Мы молчим, не разрывая зрительный контакт. Маша тяжело дышит, и то и дело касается подрагивающими пальцами шарфика на своей шее. Яркого цвета оливы.
— Надеюсь, теперь ты все понял? — тряхнув головой интересуется бывшая супруга, и стягивает со спинки стула свою сумочку.
— Еще бы. Маша, — прошу ее обернуться и не уходить так стремительно. — Еще минуту.
— Что? — она недовольно плюхается на сидение, вконец устав от моего общества, но вместо того, чтобы испытать раздражение от такого явного пренебрежения с ее стороны, единственное, о чем я могу думать — боже, ведь стоя у стола регистрации в местном загсе, я и представить себе не мог, что когда-то мы станем настолько чужими, что этой нежной и всегда такой милой женщине будет невыносимо сама мысль, что мы дышим одним воздухом.

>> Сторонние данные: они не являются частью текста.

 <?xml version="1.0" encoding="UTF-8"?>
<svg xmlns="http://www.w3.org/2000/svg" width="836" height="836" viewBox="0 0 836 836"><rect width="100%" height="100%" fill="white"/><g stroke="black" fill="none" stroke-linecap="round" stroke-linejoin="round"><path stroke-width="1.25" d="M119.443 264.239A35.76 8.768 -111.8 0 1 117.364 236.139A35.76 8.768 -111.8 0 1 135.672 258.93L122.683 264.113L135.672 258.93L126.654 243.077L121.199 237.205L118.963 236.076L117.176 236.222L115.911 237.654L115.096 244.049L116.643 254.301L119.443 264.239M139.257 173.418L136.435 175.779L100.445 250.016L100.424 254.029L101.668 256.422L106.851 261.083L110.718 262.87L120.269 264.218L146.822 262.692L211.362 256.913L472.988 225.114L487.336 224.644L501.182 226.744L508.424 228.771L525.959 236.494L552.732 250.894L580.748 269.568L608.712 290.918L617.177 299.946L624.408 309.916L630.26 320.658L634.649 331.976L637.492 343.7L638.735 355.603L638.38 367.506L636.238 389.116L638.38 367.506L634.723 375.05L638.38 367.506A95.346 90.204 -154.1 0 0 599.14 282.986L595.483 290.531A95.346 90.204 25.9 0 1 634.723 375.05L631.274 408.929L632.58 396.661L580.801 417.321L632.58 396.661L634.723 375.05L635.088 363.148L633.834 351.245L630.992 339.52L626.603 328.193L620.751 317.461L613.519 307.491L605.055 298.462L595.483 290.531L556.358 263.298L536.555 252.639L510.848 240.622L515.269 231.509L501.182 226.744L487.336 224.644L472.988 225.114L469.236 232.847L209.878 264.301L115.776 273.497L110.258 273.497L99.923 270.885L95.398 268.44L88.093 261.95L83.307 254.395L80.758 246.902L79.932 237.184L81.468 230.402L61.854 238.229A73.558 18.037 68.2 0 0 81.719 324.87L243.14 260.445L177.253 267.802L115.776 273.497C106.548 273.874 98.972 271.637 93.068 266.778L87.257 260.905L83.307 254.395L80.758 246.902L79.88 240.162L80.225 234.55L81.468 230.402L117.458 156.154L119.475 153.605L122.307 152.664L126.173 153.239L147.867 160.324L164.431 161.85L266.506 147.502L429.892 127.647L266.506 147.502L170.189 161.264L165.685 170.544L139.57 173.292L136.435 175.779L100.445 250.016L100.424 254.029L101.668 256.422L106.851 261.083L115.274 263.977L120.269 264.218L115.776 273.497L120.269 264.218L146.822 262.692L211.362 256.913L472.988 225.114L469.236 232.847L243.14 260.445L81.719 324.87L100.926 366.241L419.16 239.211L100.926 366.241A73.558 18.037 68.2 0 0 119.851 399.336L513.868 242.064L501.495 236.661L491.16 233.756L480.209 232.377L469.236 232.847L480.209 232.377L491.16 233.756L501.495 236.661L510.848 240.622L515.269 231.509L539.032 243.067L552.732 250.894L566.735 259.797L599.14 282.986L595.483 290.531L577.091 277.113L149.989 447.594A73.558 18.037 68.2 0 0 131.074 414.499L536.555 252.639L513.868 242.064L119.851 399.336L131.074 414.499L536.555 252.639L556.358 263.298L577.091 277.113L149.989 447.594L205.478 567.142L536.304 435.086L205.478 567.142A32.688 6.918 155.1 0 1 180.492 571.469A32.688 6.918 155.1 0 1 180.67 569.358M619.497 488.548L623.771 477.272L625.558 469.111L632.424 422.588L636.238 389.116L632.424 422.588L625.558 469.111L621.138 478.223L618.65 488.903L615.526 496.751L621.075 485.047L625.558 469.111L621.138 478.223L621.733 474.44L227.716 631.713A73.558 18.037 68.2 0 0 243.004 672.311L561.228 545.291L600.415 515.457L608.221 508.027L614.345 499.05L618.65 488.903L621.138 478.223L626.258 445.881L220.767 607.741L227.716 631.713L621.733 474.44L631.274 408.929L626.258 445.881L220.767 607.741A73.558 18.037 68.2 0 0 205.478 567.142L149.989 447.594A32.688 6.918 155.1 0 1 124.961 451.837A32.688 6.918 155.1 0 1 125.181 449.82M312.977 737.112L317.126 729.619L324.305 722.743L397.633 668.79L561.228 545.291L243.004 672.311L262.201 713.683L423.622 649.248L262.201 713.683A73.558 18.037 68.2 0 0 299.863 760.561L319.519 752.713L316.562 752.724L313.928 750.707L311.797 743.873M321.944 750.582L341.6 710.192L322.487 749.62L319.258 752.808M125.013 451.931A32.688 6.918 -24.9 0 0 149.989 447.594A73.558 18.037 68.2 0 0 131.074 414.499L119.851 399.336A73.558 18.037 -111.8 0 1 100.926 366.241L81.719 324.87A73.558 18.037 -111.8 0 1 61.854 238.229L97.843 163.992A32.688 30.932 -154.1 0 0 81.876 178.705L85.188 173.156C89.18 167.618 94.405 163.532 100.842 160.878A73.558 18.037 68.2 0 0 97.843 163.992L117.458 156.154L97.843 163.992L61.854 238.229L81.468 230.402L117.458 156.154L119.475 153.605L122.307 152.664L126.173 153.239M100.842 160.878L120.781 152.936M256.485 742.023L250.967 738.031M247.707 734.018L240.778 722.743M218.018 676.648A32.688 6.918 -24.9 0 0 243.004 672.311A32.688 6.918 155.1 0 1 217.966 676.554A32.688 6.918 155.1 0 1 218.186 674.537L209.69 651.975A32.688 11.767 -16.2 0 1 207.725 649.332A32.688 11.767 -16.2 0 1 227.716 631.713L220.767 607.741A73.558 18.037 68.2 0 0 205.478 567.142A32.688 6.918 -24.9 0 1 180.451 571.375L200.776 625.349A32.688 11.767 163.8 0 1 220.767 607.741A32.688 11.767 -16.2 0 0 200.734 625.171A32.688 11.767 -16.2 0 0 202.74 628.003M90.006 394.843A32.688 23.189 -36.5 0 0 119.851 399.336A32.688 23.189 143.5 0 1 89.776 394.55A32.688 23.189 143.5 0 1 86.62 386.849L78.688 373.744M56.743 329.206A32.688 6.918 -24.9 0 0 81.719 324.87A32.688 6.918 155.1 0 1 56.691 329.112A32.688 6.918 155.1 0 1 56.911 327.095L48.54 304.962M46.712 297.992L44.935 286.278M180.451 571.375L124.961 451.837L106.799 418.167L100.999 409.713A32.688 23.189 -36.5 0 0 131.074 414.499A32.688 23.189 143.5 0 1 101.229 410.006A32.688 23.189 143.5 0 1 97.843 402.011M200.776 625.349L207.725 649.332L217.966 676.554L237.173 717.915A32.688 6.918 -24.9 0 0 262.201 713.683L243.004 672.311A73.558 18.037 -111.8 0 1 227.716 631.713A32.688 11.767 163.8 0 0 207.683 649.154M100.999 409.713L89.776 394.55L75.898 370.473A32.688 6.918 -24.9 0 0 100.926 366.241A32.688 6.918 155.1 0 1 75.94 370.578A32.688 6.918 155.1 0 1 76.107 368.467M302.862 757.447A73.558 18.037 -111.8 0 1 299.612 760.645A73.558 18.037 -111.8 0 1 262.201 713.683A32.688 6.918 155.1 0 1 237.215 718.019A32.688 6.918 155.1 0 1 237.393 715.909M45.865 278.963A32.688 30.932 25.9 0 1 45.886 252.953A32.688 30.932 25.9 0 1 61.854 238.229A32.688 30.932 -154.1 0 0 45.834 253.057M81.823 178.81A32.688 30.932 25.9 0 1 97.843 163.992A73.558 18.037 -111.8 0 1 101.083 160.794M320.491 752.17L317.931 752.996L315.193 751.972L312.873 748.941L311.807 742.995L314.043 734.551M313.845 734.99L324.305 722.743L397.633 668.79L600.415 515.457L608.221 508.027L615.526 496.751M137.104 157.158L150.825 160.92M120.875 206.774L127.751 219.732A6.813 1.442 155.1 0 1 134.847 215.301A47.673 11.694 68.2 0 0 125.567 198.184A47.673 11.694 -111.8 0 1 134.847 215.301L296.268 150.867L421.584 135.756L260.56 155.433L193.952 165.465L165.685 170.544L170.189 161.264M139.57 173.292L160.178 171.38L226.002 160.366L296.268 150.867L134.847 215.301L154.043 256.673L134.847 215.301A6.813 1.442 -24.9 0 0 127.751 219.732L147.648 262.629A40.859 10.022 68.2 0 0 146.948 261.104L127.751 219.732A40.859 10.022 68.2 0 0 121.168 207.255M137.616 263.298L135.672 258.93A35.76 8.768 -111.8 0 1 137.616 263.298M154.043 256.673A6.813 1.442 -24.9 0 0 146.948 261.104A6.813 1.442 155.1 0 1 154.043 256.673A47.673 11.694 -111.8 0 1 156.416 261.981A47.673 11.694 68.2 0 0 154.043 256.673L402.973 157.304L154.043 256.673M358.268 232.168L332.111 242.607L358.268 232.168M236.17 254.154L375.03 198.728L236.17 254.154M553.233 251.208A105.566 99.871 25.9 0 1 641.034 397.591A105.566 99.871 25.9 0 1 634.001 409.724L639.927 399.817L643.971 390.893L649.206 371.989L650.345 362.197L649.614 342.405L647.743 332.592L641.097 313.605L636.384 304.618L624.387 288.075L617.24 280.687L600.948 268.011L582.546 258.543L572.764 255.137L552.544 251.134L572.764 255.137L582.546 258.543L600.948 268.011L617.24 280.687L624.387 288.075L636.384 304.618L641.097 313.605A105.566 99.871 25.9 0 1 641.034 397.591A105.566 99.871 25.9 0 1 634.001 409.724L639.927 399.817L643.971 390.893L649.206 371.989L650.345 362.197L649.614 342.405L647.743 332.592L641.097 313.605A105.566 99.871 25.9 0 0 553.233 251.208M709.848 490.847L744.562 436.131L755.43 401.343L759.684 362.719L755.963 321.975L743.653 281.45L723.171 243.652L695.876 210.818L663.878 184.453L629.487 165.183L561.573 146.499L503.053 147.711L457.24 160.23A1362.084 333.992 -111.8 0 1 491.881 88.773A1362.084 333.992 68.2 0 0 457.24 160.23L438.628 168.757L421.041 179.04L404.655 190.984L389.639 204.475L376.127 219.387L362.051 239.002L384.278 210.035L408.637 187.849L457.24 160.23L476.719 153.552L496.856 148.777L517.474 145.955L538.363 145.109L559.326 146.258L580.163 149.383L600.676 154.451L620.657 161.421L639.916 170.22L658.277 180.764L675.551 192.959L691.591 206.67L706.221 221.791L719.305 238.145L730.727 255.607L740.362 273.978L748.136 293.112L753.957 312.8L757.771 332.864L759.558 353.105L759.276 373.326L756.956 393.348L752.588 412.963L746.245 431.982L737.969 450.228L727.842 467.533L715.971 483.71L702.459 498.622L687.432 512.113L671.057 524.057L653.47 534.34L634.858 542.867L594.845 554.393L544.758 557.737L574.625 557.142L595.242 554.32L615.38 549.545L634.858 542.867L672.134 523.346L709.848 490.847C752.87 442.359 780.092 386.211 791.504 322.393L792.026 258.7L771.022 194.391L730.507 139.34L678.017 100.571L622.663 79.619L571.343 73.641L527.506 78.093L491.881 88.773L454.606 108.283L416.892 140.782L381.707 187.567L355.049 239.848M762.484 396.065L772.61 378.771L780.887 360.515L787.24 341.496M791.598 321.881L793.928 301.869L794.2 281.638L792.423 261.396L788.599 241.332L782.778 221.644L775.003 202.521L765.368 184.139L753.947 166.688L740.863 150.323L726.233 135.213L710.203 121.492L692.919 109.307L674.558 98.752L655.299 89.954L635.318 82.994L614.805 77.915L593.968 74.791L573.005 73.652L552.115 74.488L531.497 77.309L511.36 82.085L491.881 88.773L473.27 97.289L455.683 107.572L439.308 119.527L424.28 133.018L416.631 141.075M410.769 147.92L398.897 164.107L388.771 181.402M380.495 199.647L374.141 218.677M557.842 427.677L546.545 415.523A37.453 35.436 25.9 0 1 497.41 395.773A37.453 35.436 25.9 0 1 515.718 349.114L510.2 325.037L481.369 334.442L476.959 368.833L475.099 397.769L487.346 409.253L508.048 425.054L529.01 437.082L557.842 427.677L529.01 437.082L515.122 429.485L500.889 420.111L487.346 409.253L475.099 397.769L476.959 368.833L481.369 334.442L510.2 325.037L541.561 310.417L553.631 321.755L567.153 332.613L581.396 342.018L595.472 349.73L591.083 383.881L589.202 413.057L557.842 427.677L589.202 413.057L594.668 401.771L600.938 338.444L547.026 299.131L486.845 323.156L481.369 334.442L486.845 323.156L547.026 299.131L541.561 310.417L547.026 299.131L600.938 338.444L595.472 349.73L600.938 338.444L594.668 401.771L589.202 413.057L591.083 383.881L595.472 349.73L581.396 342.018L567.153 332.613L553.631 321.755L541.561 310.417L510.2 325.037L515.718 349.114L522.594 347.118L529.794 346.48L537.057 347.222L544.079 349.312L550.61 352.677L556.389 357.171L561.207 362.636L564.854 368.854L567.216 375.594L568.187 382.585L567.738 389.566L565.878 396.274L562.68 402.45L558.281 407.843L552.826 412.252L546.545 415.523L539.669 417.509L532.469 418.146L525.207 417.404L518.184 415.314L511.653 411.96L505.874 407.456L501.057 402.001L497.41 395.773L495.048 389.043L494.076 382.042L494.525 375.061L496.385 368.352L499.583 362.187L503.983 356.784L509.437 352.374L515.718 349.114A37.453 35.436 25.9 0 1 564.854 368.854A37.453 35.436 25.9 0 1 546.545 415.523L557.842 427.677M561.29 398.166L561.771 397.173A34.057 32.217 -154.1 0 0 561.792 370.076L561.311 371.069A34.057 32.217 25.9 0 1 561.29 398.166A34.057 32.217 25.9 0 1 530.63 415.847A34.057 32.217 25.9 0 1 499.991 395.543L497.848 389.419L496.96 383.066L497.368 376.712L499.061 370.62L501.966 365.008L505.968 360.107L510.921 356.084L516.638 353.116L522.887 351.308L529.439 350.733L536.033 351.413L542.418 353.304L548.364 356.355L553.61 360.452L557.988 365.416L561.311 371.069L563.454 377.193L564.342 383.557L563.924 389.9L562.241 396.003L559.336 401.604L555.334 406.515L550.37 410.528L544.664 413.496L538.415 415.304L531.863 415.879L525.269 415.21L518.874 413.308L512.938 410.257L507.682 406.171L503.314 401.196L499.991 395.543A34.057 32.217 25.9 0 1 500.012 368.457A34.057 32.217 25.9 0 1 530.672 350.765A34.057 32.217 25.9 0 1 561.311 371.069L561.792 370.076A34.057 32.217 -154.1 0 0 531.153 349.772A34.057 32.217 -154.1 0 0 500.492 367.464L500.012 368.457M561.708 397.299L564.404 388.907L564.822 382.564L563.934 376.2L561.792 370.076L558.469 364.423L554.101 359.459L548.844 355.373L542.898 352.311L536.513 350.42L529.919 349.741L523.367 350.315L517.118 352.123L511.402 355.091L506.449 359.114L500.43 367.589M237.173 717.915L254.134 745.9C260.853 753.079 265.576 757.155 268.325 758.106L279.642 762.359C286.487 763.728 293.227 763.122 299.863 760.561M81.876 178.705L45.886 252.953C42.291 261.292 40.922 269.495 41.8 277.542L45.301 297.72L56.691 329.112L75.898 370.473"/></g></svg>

— Я больше не стану тебя донимать. Я купил квартиру. Переезжаю ближе к морю.
— А…
— Семен знает, — не даю ей задать такой очевидный вопрос, стараясь запомнить каждую эмоцию на ее свежем лице. — Он согласен проводить лето у меня, и я надеюсь, что ты не будешь против. Я больше не потеряю своего сына, — невесело улыбаюсь, вспомнив, как долго шел к его прощению. — Буду прилетать на каждый важный матч и дни рождения.
— А бизнес?
— Бизнес, — теперь моя улыбка еще больше походит на болезненную гримасу. — Продаю. Точнее, почти продал. Антон решил отойти от дел, а искать нового управляющего у меня нет желания. Поэтому я прошу не отказываться от кафе. Делай что хочешь — переоборудую и открой магазин побольше, продолжай начатое мной — неважно. Просто прими его, как компенсацию за все то зло, что я успел тебе принести. И прости.